< Psalmen 80 >
1 Voor den opperzangmeester, op Schoschannim; een getuigenis, een psalm van Asaf. O Herder Israels! neem ter ore, Die Jozef als schapen leiddet; Die tussen de cherubim zit, verschijn blinkende.
Al Músico principal: sobre Sosannim Eduth: Salmo de Asaph. OH Pastor de Israel, escucha: tú que pastoreas como á ovejas á José, que estás entre querubines, resplandece.
2 Wek Uw macht op voor het aangezicht van Efraim, en Benjamin, en Manasse, en kom tot onze verlossing.
Despierta tu valentía delante de Ephraim, y de Benjamín, y de Manasés, y ven á salvarnos.
3 O God! breng ons weder, en laat Uw aanschijn lichten, zo zullen wij verlost worden.
Oh Dios, haznos tornar; y haz resplandecer tu rostro, y seremos salvos.
4 O HEERE, God der heirscharen! hoe lang zult Gij roken tegen het gebed Uws volks?
Jehová, Dios de los ejércitos, ¿hasta cuándo humearás tú contra la oración de tu pueblo?
5 Gij spijst hen met tranenbrood, en drenkt hen met tranen uit een drieling.

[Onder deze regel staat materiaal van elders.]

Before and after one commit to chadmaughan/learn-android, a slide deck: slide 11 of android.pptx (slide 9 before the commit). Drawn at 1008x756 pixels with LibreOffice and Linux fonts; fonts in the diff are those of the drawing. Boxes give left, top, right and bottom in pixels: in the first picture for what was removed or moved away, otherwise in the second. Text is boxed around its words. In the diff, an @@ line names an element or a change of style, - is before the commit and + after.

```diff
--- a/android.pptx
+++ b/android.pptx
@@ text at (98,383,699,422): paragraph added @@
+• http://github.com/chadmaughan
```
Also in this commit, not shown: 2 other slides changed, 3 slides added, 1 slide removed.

Dísteles á comer pan de lágrimas, y dísteles á beber lágrimas en gran abundancia.
6 Gij hebt ons onzen naburen tot een twist gesteld, en onze vijanden spotten onder zich.

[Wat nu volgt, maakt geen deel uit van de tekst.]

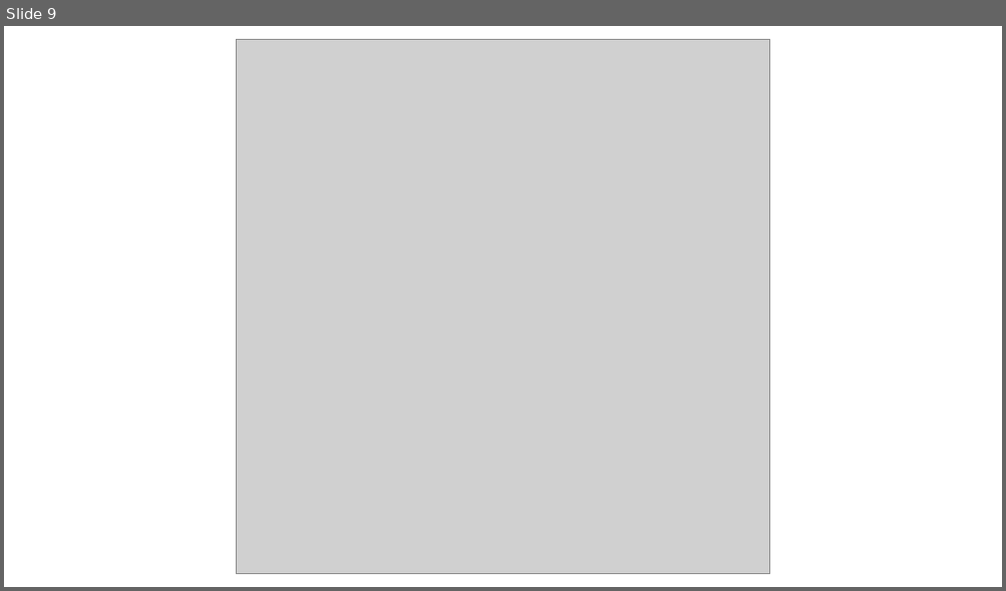
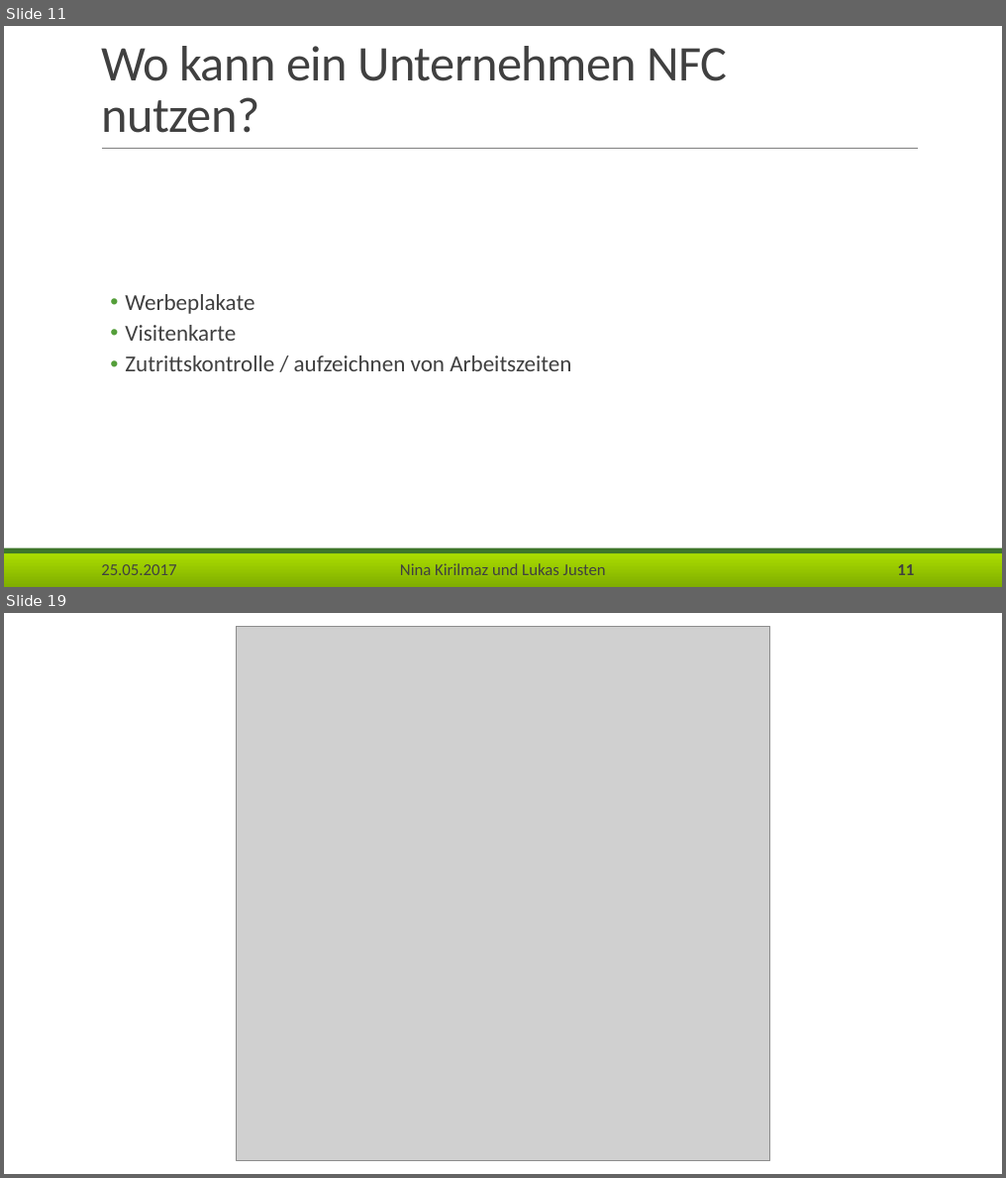
Before and after one commit to Lukas-Justen/MOVS, a slide deck: NFC.pptx. Shown one above the other, each under a label of ours: slide 9 before the commit, slides 11 and 19 after it; the slides between them are not shown. The pictures are 1006x591 and 1006x1178 pixels, drawn with LibreOffice and Linux fonts; fonts in the diff are those of the drawing; grey boxes stand for pictures; background and template pictures are left out. Boxes give left, top, right and bottom in pixels: in the first picture for what was removed or moved away, otherwise in the second. Text is boxed around its words. In the diff, an @@ line names an element or a change of style, - is before the commit and + after.

```diff
--- a/NFC.pptx
+++ b/NFC.pptx
@@ slide 11 added at (4,26,1002,587), background #FFFFFF; not listed: 2 template elements that a slide beside it also shows @@
@@ title added at (101,46,728,133), 48 pt, text #404040 @@
+Wo kann ein Unternehmen NFC nutzen?
@@ line added from (102, 148) to (918, 148), #808080 0.5 pt @@
@@ text added at (125,294,571,372), 22 pt, text #404040 @@
+  • Werbeplakate
+  • Visitenkarte
+  • Zutrittskontrolle / aufzeichnen von Arbeitszeiten
@@ text added at (101,565,176,575), 16 pt, text #404040 @@
+25.05.2017
@@ text added at (400,564,606,575), 16 pt, text #404040 @@
+Nina Kirilmaz und Lukas Justen
@@ page number added at (897,565,914,575), 16 pt, text #404040, bold @@
+11
@@ what was slide 9 is now slide 19 @@
```
Also in this commit, not shown: 12 slides changed, 9 other slides added.

Pusístenos por contienda á nuestros vecinos: y nuestros enemigos se burlan entre sí.
7 O God der heirscharen! breng ons weder, en laat Uw aangezicht lichten; zo zullen wij verlost worden.
Oh Dios de los ejércitos, haznos tornar; y haz resplandecer tu rostro, y seremos salvos.
8 Gij hebt een wijnstok uit Egypte overgebracht, hebt de heidenen verdreven, en hebt denzelven geplant;
Hiciste venir una vid de Egipto: echaste las gentes, y plantástela.
9 Gij hebt de plaats voor hem bereid, en zijn wortelen doen inwortelen, zodat hij het land vervuld heeft.
Limpiaste [sitio] delante de ella, é hiciste arraigar sus raíces, y llenó la tierra.
10 De bergen zijn met zijn schaduw bedekt geweest, en zijn ranken waren als cederbomen Gods.
Los montes fueron cubiertos de su sombra; y sus sarmientos [como] cedros de Dios.
11 Hij schoot zijn ranken uit tot aan de zee, en zijn scheuten tot aan de rivier.
Extendió sus vástagos hasta la mar, y hasta el río sus mugrones.
12 Waarom hebt Gij zijn muren doorgebroken, zodat allen, die den weg voorbijgaan, hem plukken?
¿Por qué aportillaste sus vallados, y la vendimian todos los que pasan por el camino?
13 Het zwijn uit het woud heeft hem uitgewroet, en het wild des velds heeft hem afgeweid.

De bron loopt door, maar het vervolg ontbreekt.